A Step by Step Guide to How Your Content is Handled During Migration
There is more to conversion than many people think. The DIY approach may not always save time and money – if conversion isn’t handled properly, a mess can be made. It’s important to seek out an experienced service provider who understands the technicalities of the data, the process, and the requirements and safeguards for the final data and the destination system.
-
The service provider will begin by scanning the input platter, hard disk, tape, storage array, partition, or other media. All metadata will be read and collected for each identifiable object or file stored on the media.
-
All objects will be extracted from the media. Extractions are typically files in a content management system, but they may also be BLOBs (binary large objects), disk extents, or certain other structures (in the case of image management systems).
-
Next, the data of each extracted file object is examined to determine the type of file object. Service providers don’t rely on the source system database or the object’s metadata to guess the nature of the file objects because they can, on occasion, be misleading. For example, systems like FileNET may report that a data object is an image when it is actually a text file. Other times, these systems can misidentify the storage type of scanned images. Being thorough is the only way a service provider can resolve these system errors and determine the type of data by its characteristics.
-
The second part of the data determination step is to compare the type for each extracted object (as determined by direct algorithmic examination of the data). The type should be compared with the classification given by the object’s metadata and also the classification given by the source system’s database. There may be discrepancies, which should be logged.
-
Now conversion is ready to take place. Each extracted object is converted to the appropriate open standard. An understanding of the composition of each object is necessary for converting the data. Different formats have individual pieces which, when presented together, make up the image or the file. If conversion isn’t done carefully to the appropriate formats, certain pieces of the data can be left behind. Each item will be converted from its proprietary stored format to an open format, such as single-page TIFF, standard PDF, or a type of text file (whichever is applicable). Any conversion errors are logged throughout the process.
-
A final form document is created with the information extracted from the media. For image data, the format is commonly multi-page TIFF or standard PDF. The service provider will ensure that the output from this conversion is in compliance with the specifications and limitations of the intended use of the data, as well as the import requirements of any destination retrieval system.
-
Cross validation must now be performed. For each piece of input storage media, validation will occur between the source system database and the database constructed from the information gathered in the above steps. During this process, the service provider should discover and report any objects referenced in the source system database which weren’t found on the input media, and any objects found on the input media which were not listed in the source system database.
-
After all of the input media has been processed, all item mismatches between the discovered data and the source system database are logged. In the case of data discrepancies, the service provider may request that the client supply any available backup copies of the media for further examination and potential data recovery.
-
If additional collection data is available from an external database (not the source document management system), all of the converted data and database data will need to be compared to the external source. Examples of commonly available external source databases are accounting systems, master client lists, and mailing label lists. These sources can help to “clean” the converted data. Again, all discrepancies and mismatches will be logged.
-
Before importing data into a new retrieval system, the service provider will need to compare all source data with the database in the destination system. There should be very few discrepancies remaining at this stage of the process, but they will be logged if they are found.
-
Before importing data into a new retrieval system, the service provider will need to compare all source data with the database in the destination system. There should be very few discrepancies remaining at this stage of the process, but they will be logged if they are found.

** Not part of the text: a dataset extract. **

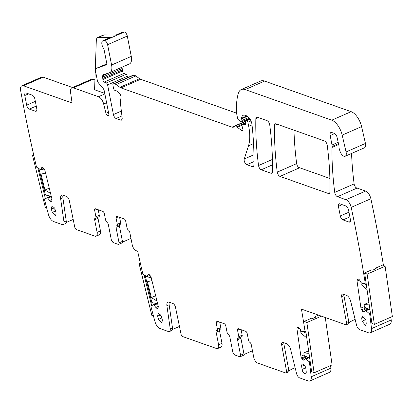 <?xml version="1.0" encoding="UTF-8"?>
<svg xmlns="http://www.w3.org/2000/svg" width="413" height="413" viewBox="0 0 413 413"><rect width="100%" height="100%" fill="white"/><g stroke="black" fill="none" stroke-linecap="round" stroke-linejoin="round"><path stroke-width="0.62" d="M52.012 199.453L49.622 200.501L47.758 198.101L47.03 197.956L44.583 198.87A0.702 0.346 -113.7 0 0 44.573 198.875A0.702 0.346 -113.7 0 0 44.449 199.36A859.675 419.685 -113.7 0 0 48.424 214.466A7.036 3.433 -113.7 0 0 53.53 221.502L62.249 224.584A4.223 2.06 -113.7 0 0 63.189 224.589A4.223 2.06 -113.7 0 0 63.974 221.91L60.634 198.751A5.627 2.746 -113.7 0 1 61.676 195.184A5.627 2.746 -113.7 0 1 62.931 195.194L66.612 196.495A3.516 1.719 -113.7 0 1 69.25 200.367L74.794 227.253A2.111 1.032 -113.7 0 0 76.379 229.576L95.026 236.164A5.276 2.576 -113.7 0 0 96.198 236.169A5.276 2.576 -113.7 0 0 97.107 232.411L94.644 219.866A2.111 1.032 -113.7 0 1 95.011 218.363A2.111 1.032 -113.7 0 1 95.284 218.322A2.111 1.032 -113.7 0 0 95.553 218.281A2.111 1.032 -113.7 0 0 95.919 216.773L94.644 210.289A2.111 1.032 -113.7 0 1 95.005 208.787A2.111 1.032 -113.7 0 1 95.475 208.787L102.744 211.353A2.111 1.032 -113.7 0 1 104.334 213.712L105.594 220.144L106.977 222.4A2.111 1.032 -113.7 0 1 108.361 224.662L111.396 240.154L112.986 242.508L118.237 244.362A2.111 1.032 -113.7 0 0 118.707 244.367A2.111 1.032 -113.7 0 0 119.068 242.865L116.027 227.372A2.111 1.032 -113.7 0 1 116.389 225.865A2.111 1.032 -113.7 0 1 116.662 225.823A2.111 1.032 -113.7 0 0 116.936 225.782A2.111 1.032 -113.7 0 0 117.297 224.28L116.038 217.847A2.111 1.032 -113.7 0 1 116.399 216.345A2.111 1.032 -113.7 0 1 116.869 216.345L124.137 218.916A2.111 1.032 -113.7 0 1 125.722 221.27L126.998 227.754A2.111 1.032 -113.7 0 0 128.381 230.015A2.111 1.032 -113.7 0 1 129.759 232.276L132.222 244.816A5.276 2.576 -113.7 0 0 136.197 250.712L137.653 251.223A859.675 419.685 -113.7 0 0 142.908 274.175A0.702 0.346 -113.7 0 0 143.079 274.335L147.023 276.669L147.844 274.862L148.804 274.438M150.843 305.852L156.155 303.519L150.833 305.857A0.702 0.346 -113.7 0 1 150.843 305.852L153.295 304.939L154.018 305.083L155.882 307.484A2.463 1.203 -113.7 0 0 157.012 308.366L157.152 308.397A2.463 1.203 -113.7 0 0 157.58 308.366A2.463 1.203 -113.7 0 0 157.957 307.943L158.174 307.401A2.463 1.203 -113.7 0 0 158.174 305.873L151.241 277.722A2.463 1.203 -113.7 0 0 150.44 276.018L149.919 275.316A2.463 1.203 -113.7 0 0 148.783 274.433L148.649 274.402A2.463 1.203 -113.7 0 0 148.221 274.433A2.463 1.203 -113.7 0 0 147.844 274.862M150.833 305.857A0.702 0.346 -113.7 0 0 150.791 305.883A859.675 419.685 -113.7 0 0 154.952 321.572A7.036 3.433 -113.7 0 0 160.053 328.578L168.514 331.567A4.223 2.06 -113.7 0 0 169.454 331.572A4.223 2.06 -113.7 0 0 170.233 328.898L166.898 305.734L169.144 304.748L172.484 327.907L170.233 328.898M219.597 329.533A2.111 1.032 -113.7 0 0 219.52 330.751L221.977 343.296A5.276 2.576 -113.7 0 1 221.182 347.003L217.697 348.536A5.276 2.576 -113.7 0 1 216.526 348.531L182.639 336.559A2.111 1.032 -113.7 0 1 181.059 334.236L175.51 307.349A3.516 1.719 -113.7 0 0 172.871 303.478L169.191 302.177A5.627 2.746 -113.7 0 0 167.941 302.166A5.627 2.746 -113.7 0 0 166.898 305.734M217.697 348.536A5.276 2.576 -113.7 0 0 218.606 344.778L216.144 332.233L219.52 330.751M220.155 329.207A2.111 1.032 -113.7 0 0 220.428 329.166L217.052 330.648A2.111 1.032 -113.7 0 1 216.779 330.689A2.111 1.032 -113.7 0 0 216.51 330.73A2.111 1.032 -113.7 0 0 216.144 332.233M217.052 330.648A2.111 1.032 -113.7 0 0 217.419 329.14L216.144 322.656L218.41 321.66M240.98 337.034A2.111 1.032 -113.7 0 0 240.898 338.257L243.938 353.75A2.111 1.032 -113.7 0 1 243.577 355.252L240.206 356.734A2.111 1.032 -113.7 0 1 239.736 356.729L234.486 354.875L232.896 352.521L229.86 337.029A2.111 1.032 -113.7 0 0 228.477 334.767L227.093 332.511L225.834 326.079A2.111 1.032 -113.7 0 0 224.244 323.72L216.975 321.154A2.111 1.032 -113.7 0 0 216.505 321.149A2.111 1.032 -113.7 0 0 216.144 322.656M240.206 356.734A2.111 1.032 -113.7 0 0 240.567 355.226L237.527 339.739L240.898 338.257M241.538 336.714A2.111 1.032 -113.7 0 0 241.811 336.672L238.435 338.149A2.111 1.032 -113.7 0 1 238.162 338.19A2.111 1.032 -113.7 0 0 237.888 338.232A2.111 1.032 -113.7 0 0 237.527 339.739M238.435 338.149A2.111 1.032 -113.7 0 0 238.797 336.647L237.537 330.214L239.803 329.218M283.819 342.676A3.516 1.719 -113.7 0 0 283.891 343.864L288.852 370.538A2.111 1.032 -113.7 0 1 288.486 372.01L286.235 373.001A2.111 1.032 -113.7 0 1 285.765 372.996L257.697 363.079A5.276 2.576 -113.7 0 1 253.721 357.183L251.259 344.643A2.111 1.032 -113.7 0 0 249.88 342.382A2.111 1.032 -113.7 0 1 248.497 340.121L247.222 333.637A2.111 1.032 -113.7 0 0 245.637 331.278L238.368 328.712A2.111 1.032 -113.7 0 0 237.898 328.712A2.111 1.032 -113.7 0 0 237.537 330.214M286.235 373.001A2.111 1.032 -113.7 0 0 286.607 371.53L281.645 344.85L283.891 343.864M330.591 365.572A859.675 419.685 -113.7 0 1 330.896 368.148A7.036 3.433 -113.7 0 1 329.559 372.335L309.879 380.972A7.036 3.433 -113.7 0 1 308.315 380.962L299.662 377.905A4.223 2.06 -113.7 0 1 296.555 373.528L290.628 349.455A5.627 2.746 -113.7 0 0 286.488 343.621L283.044 342.403A3.516 1.719 -113.7 0 0 282.26 342.398A3.516 1.719 -113.7 0 0 281.645 344.85M309.879 380.972A7.036 3.433 -113.7 0 0 311.216 376.785A859.675 419.685 -113.7 0 0 309.389 361.917A0.702 0.346 -113.7 0 0 309.316 361.845L305.341 358.551L304.216 359.899A2.463 1.203 -113.7 0 1 303.958 360.105A2.463 1.203 -113.7 0 1 303.287 360.048L304.649 359.32M343.853 294.454A3.516 1.719 -113.7 0 0 343.926 295.636L348.887 322.316A2.111 1.032 -113.7 0 1 348.52 323.787L346.27 324.773A2.111 1.032 -113.7 0 1 345.8 324.768L301.438 309.094A859.675 419.685 -113.7 0 1 305.073 331.474A0.702 0.346 -113.7 0 1 305.016 331.515A0.702 0.346 -113.7 0 1 304.949 331.531L302.171 331.572L301.402 331.221L299.693 328.511A2.463 1.203 -113.7 0 0 298.578 327.38L298.434 327.308A2.463 1.203 -113.7 0 0 297.763 327.251A2.463 1.203 -113.7 0 0 297.505 327.463L297.195 327.87A2.463 1.203 -113.7 0 0 296.999 329.223L300.901 356.305A2.463 1.203 -113.7 0 0 301.547 358.061L302.027 358.845A2.463 1.203 -113.7 0 0 303.142 359.981M346.27 324.773A2.111 1.032 -113.7 0 0 346.641 323.302L341.68 296.622L343.926 295.636M390.848 317.163A859.675 419.685 -113.7 0 1 391.188 319.987A7.036 3.433 -113.7 0 1 389.851 324.205L370.172 332.837A7.036 3.433 -113.7 0 1 368.608 332.832L359.692 329.677A4.223 2.06 -113.7 0 1 356.589 325.305L350.663 301.227A5.627 2.746 -113.7 0 0 346.522 295.393L343.074 294.175A3.516 1.719 -113.7 0 0 342.294 294.17A3.516 1.719 -113.7 0 0 341.68 296.622M370.172 332.837A7.036 3.433 -113.7 0 0 371.509 328.624A859.675 419.685 -113.7 0 0 369.707 314.283A0.702 0.346 -113.7 0 0 369.351 313.622L365.376 310.323L364.251 311.67A2.463 1.203 -113.7 0 1 363.992 311.882A2.463 1.203 -113.7 0 1 363.321 311.825L364.684 311.092M366.068 282.843L365.051 283.292A0.702 0.346 -113.7 0 1 364.984 283.303L362.206 283.349L361.437 282.993L359.728 280.288A2.463 1.203 -113.7 0 0 358.613 279.152L358.469 279.085A2.463 1.203 -113.7 0 0 357.792 279.028A2.463 1.203 -113.7 0 0 357.539 279.24L357.23 279.647A2.463 1.203 -113.7 0 0 357.033 281L360.936 308.077A2.463 1.203 -113.7 0 0 361.582 309.838L362.062 310.622A2.463 1.203 -113.7 0 0 363.177 311.753M365.051 283.292A0.702 0.346 -113.7 0 0 365.19 282.91A859.675 419.685 -113.7 0 0 351.195 207.378A7.036 3.433 -113.7 0 0 345.934 199.711L337.436 196.707A3.516 1.719 -113.7 0 1 334.731 192.422A256.075 125.015 -113.7 0 1 331.985 147.467A7.036 3.433 -113.7 0 1 332.073 146.465A3.516 1.719 -113.7 0 0 332.021 144.989L330.168 135.536A4.223 2.06 -113.7 0 1 330.89 132.527A4.223 2.06 -113.7 0 1 331.83 132.532L334.416 133.445A3.516 1.719 -113.7 0 1 337.029 137.204L338.861 145.273A3.516 1.719 -113.7 0 1 338.99 146.45A7.036 3.433 -113.7 0 0 339.713 150.358A7.036 3.433 -113.7 0 1 339.925 150.993A5.627 2.746 -113.7 0 0 345.16 156.264A5.627 2.746 -113.7 0 0 346.063 151.948L342.191 135.128A14.068 6.871 -113.7 0 0 331.758 120.178L245.193 89.59A17.589 8.585 -113.7 0 0 241.28 89.564A17.589 8.585 -113.7 0 0 238.265 93.555A66.834 32.627 -113.7 0 0 236.53 112.79A3.516 1.719 -113.7 0 0 236.618 113.487L237.558 118.263A1.409 0.687 -113.7 0 0 238.399 119.718L240.965 121.567A1.76 0.857 -113.7 0 0 241.631 121.716A1.76 0.857 -113.7 0 0 241.935 120.462L241.615 118.856A1.76 0.857 -113.7 0 1 241.579 118.211A8.441 4.12 -113.7 0 1 243.216 115.284A8.441 4.12 -113.7 0 1 245.095 115.294L246.54 115.805A7.036 3.433 -113.7 0 1 251.976 124.545A246.225 120.204 -113.7 0 1 253.871 165.174A3.516 1.719 -113.7 0 1 253.169 166.661A3.516 1.719 -113.7 0 1 252.389 166.656L246.876 164.71L253.933 161.612M253.923 154.761L244.248 159.01A3.516 1.719 -113.7 0 0 244.728 162.304A3.516 1.719 -113.7 0 0 246.876 164.71M244.248 159.01L248.476 145.835A38.693 18.89 -113.7 0 0 248.698 126.332L247.903 122.274A1.409 0.687 -113.7 0 0 246.845 120.704L246.251 120.493A1.76 0.857 -113.7 0 0 245.859 120.488A1.76 0.857 -113.7 0 0 245.508 121.339L245.585 123.936A1.76 0.857 -113.7 0 1 245.239 124.788A1.76 0.857 -113.7 0 1 244.935 124.809L242.601 124.298A1.76 0.857 -113.7 0 0 242.297 124.318A1.76 0.857 -113.7 0 0 241.997 125.573L242.343 127.328A3.516 1.719 -113.7 0 0 242.689 128.495A2.111 1.032 -113.7 0 1 242.529 130.694A2.111 1.032 -113.7 0 1 241.734 130.518L237.258 127.297A3.516 1.719 -113.7 0 0 236.215 126.925L232.545 127.219L245.513 121.53M245.508 121.236L232.044 127.147A3.516 1.719 -113.7 0 0 232.545 127.219M232.044 127.147L120.983 87.902L140.657 79.265L236.566 113.152M140.657 79.265A7.036 3.433 -113.7 0 1 139.573 78.682L119.894 87.313A7.036 3.433 -113.7 0 0 120.983 87.902M119.894 87.313L116.11 84.593A7.036 3.433 -113.7 0 0 114.019 83.854L113.368 83.906A1.76 0.857 -113.7 0 0 113.229 83.937A1.76 0.857 -113.7 0 0 112.925 85.192L113.56 88.413A1.76 0.857 -113.7 0 0 115 90.411A11.254 5.493 -113.7 0 1 119.455 93.338A3.516 1.719 -113.7 0 1 120.983 97.979A24.62 12.018 -113.7 0 0 120.772 106.043L122.176 118.046A3.516 1.719 -113.7 0 1 121.505 120.142A3.516 1.719 -113.7 0 1 120.72 120.137L116.079 118.495L121.928 115.929M121.36 111.087L113.43 114.566A3.516 1.719 -113.7 0 0 116.079 118.495M113.43 114.566L107.612 84.913A1.76 0.857 -113.7 0 0 106.327 82.967L104.205 82.089L123.879 73.452L126.006 74.33L106.327 82.967M123.879 73.452A1.76 0.857 -113.7 0 1 122.553 70.948L102.873 79.585A1.76 0.857 -113.7 0 0 104.205 82.089M102.873 79.585A3.516 1.719 -113.7 0 0 102.78 78.48L102.517 77.123A3.516 1.719 -113.7 0 0 102.156 75.925A1.76 0.857 -113.7 0 1 102.274 74.066A1.76 0.857 -113.7 0 1 102.667 74.072L103.88 74.5A1.76 0.857 -113.7 0 0 104.241 74.51L109.61 72.621A10.552 5.152 -113.7 0 0 109.786 72.549A10.552 5.152 -113.7 0 0 111.598 65.027L107.607 44.687A3.516 1.719 -113.7 0 0 104.556 40.68L103.415 40.665A5.276 2.576 -113.7 0 0 102.852 40.773A5.276 2.576 -113.7 0 0 103.591 48.393A1.409 0.687 -113.7 0 1 104.03 49.421L106.755 63.318A2.111 1.032 -113.7 0 1 106.394 64.82A2.111 1.032 -113.7 0 1 106.358 64.836L96.146 68.434A3.516 1.719 -113.7 0 0 96.09 68.455A3.516 1.719 -113.7 0 0 95.486 70.964L97.308 80.256A3.516 1.719 -113.7 0 0 98.733 83.256L102.894 88.119A3.516 1.719 -113.7 0 1 104.324 91.118L108.841 114.143A2.111 1.032 -113.7 0 1 108.474 115.645A2.111 1.032 -113.7 0 1 108.005 115.645L107.504 115.464L108.893 114.855M108.454 112.176L105.95 113.276A2.111 1.032 -113.7 0 0 107.504 115.464M105.95 113.276L103.668 104.009A7.036 3.433 -113.7 0 0 98.495 96.719L73.421 87.861A7.036 3.433 -113.7 0 0 71.852 87.85A7.036 3.433 -113.7 0 0 70.551 92.311L72.084 102.951L23.458 85.77A7.036 3.433 -113.7 0 0 21.894 85.759A7.036 3.433 -113.7 0 0 20.65 90.586A859.675 419.685 -113.7 0 0 36.416 166.744A0.702 0.346 -113.7 0 0 36.819 167.353L40.758 169.686L41.584 167.879L42.544 167.456M49.622 200.501A2.463 1.203 -113.7 0 0 50.753 201.384L50.892 201.415A2.463 1.203 -113.7 0 0 51.315 201.384A2.463 1.203 -113.7 0 0 51.692 200.961L51.909 200.419A2.463 1.203 -113.7 0 0 51.914 198.89L44.981 170.739A2.463 1.203 -113.7 0 0 44.181 169.036L43.654 168.334A2.463 1.203 -113.7 0 0 42.524 167.451L42.384 167.42A2.463 1.203 -113.7 0 0 41.961 167.451A2.463 1.203 -113.7 0 0 41.584 167.879M362.093 321.206L361.7 318.093L362.361 315.95L365.851 320.245L366.248 323.358L365.582 325.501L362.093 321.206L365.732 319.61M55.259 209.819L56.116 213.093L55.595 215.973L52.25 212.411L51.393 209.138L51.914 206.257L55.259 209.819M340.312 215.984A3.516 1.719 -113.7 0 0 342.96 219.912L349.016 222.049A3.516 1.719 -113.7 0 0 349.796 222.055A3.516 1.719 -113.7 0 0 350.4 219.546L348.51 209.897A3.516 1.719 -113.7 0 0 345.862 205.968L339.806 203.831A3.516 1.719 -113.7 0 0 339.021 203.826A3.516 1.719 -113.7 0 0 338.417 206.335L340.312 215.984L348.959 212.184M274.573 125.33A246.225 120.204 -113.7 0 0 277.262 172.128A3.516 1.719 -113.7 0 0 279.968 176.403L328.407 193.516A3.516 1.719 -113.7 0 0 329.192 193.521A3.516 1.719 -113.7 0 0 329.889 192.035A246.225 120.204 -113.7 0 0 327.23 145.247A3.516 1.719 -113.7 0 0 324.525 140.967L276.054 123.843A3.516 1.719 -113.7 0 0 275.275 123.838A3.516 1.719 -113.7 0 0 274.573 125.33L277.113 124.215M24.795 95.522L26.69 105.17A3.516 1.719 -113.7 0 0 29.338 109.099L35.394 111.236A3.516 1.719 -113.7 0 0 36.174 111.242A3.516 1.719 -113.7 0 0 36.778 108.733L34.888 99.084A3.516 1.719 -113.7 0 0 32.24 95.155L26.184 93.018A3.516 1.719 -113.7 0 0 25.399 93.013A3.516 1.719 -113.7 0 0 24.795 95.522L28.574 93.865M267.035 120.653L257.325 117.225A3.516 1.719 -113.7 0 0 256.54 117.22A3.516 1.719 -113.7 0 0 255.843 118.712A246.225 120.204 -113.7 0 0 258.548 165.515A3.516 1.719 -113.7 0 0 261.253 169.789L270.913 173.202A3.516 1.719 -113.7 0 0 271.692 173.207A3.516 1.719 -113.7 0 0 272.394 171.72A246.225 120.204 -113.7 0 0 269.741 124.932A3.516 1.719 -113.7 0 0 267.035 120.653M301.666 366.321L302.058 369.434A3.516 1.719 -113.7 0 0 303.462 372.691A3.516 1.719 -113.7 0 0 305.553 373.729A3.516 1.719 -113.7 0 0 306.214 371.581L305.816 368.468A3.516 1.719 -113.7 0 0 304.417 365.211A3.516 1.719 -113.7 0 0 302.326 364.173A3.516 1.719 -113.7 0 0 301.666 366.321L304.355 365.138M161.519 316.802L162.376 320.075L161.86 322.956L158.509 319.394L157.652 316.121L158.174 313.24L161.519 316.802M73.184 219.448L66.194 222.514M63.189 224.589L65.44 223.603A4.223 2.06 -113.7 0 0 66.219 220.924L62.884 197.765A5.627 2.746 -113.7 0 1 63.044 195.23M96.198 236.169L99.688 234.636A5.276 2.576 -113.7 0 0 100.478 230.929L98.02 218.384A2.111 1.032 -113.7 0 1 98.098 217.166M98.655 216.84A2.111 1.032 -113.7 0 0 98.929 216.799A2.111 1.032 -113.7 0 0 99.29 215.297L98.201 209.752M130.962 238.404L122.491 242.121M118.707 244.367L122.078 242.885A2.111 1.032 -113.7 0 0 122.439 241.383L119.068 242.865M119.481 224.667A2.111 1.032 -113.7 0 0 119.403 225.89L122.439 241.383M120.038 224.347A2.111 1.032 -113.7 0 0 120.312 224.305A2.111 1.032 -113.7 0 0 120.673 222.798L119.594 217.31M179.448 326.43L172.458 329.497M169.454 331.572L171.7 330.586A4.223 2.06 -113.7 0 0 172.484 327.907M169.304 302.213A5.627 2.746 -113.7 0 0 169.144 304.748M220.428 329.166A2.111 1.032 -113.7 0 0 220.79 327.659L219.701 322.119M252.462 350.771L243.99 354.488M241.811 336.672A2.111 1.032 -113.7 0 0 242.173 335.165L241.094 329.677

Data migration is a rather complex process which shouldn’t be trusted to just anyone. If information security and data integrity are important to you, then the difference between doing it yourself or calling an experienced partner could be nothing short of disaster. A reputed service provider will expose and mitigate a number of internal problems in addition to resolving discrepancies and preserving the quality of your data. None of the problems that may arise are able to be resolved from within the source system itself, and many of them are not even detectable. It is only through expert inspection that these problems are revealed and can be handled so that your system can be confidently converted.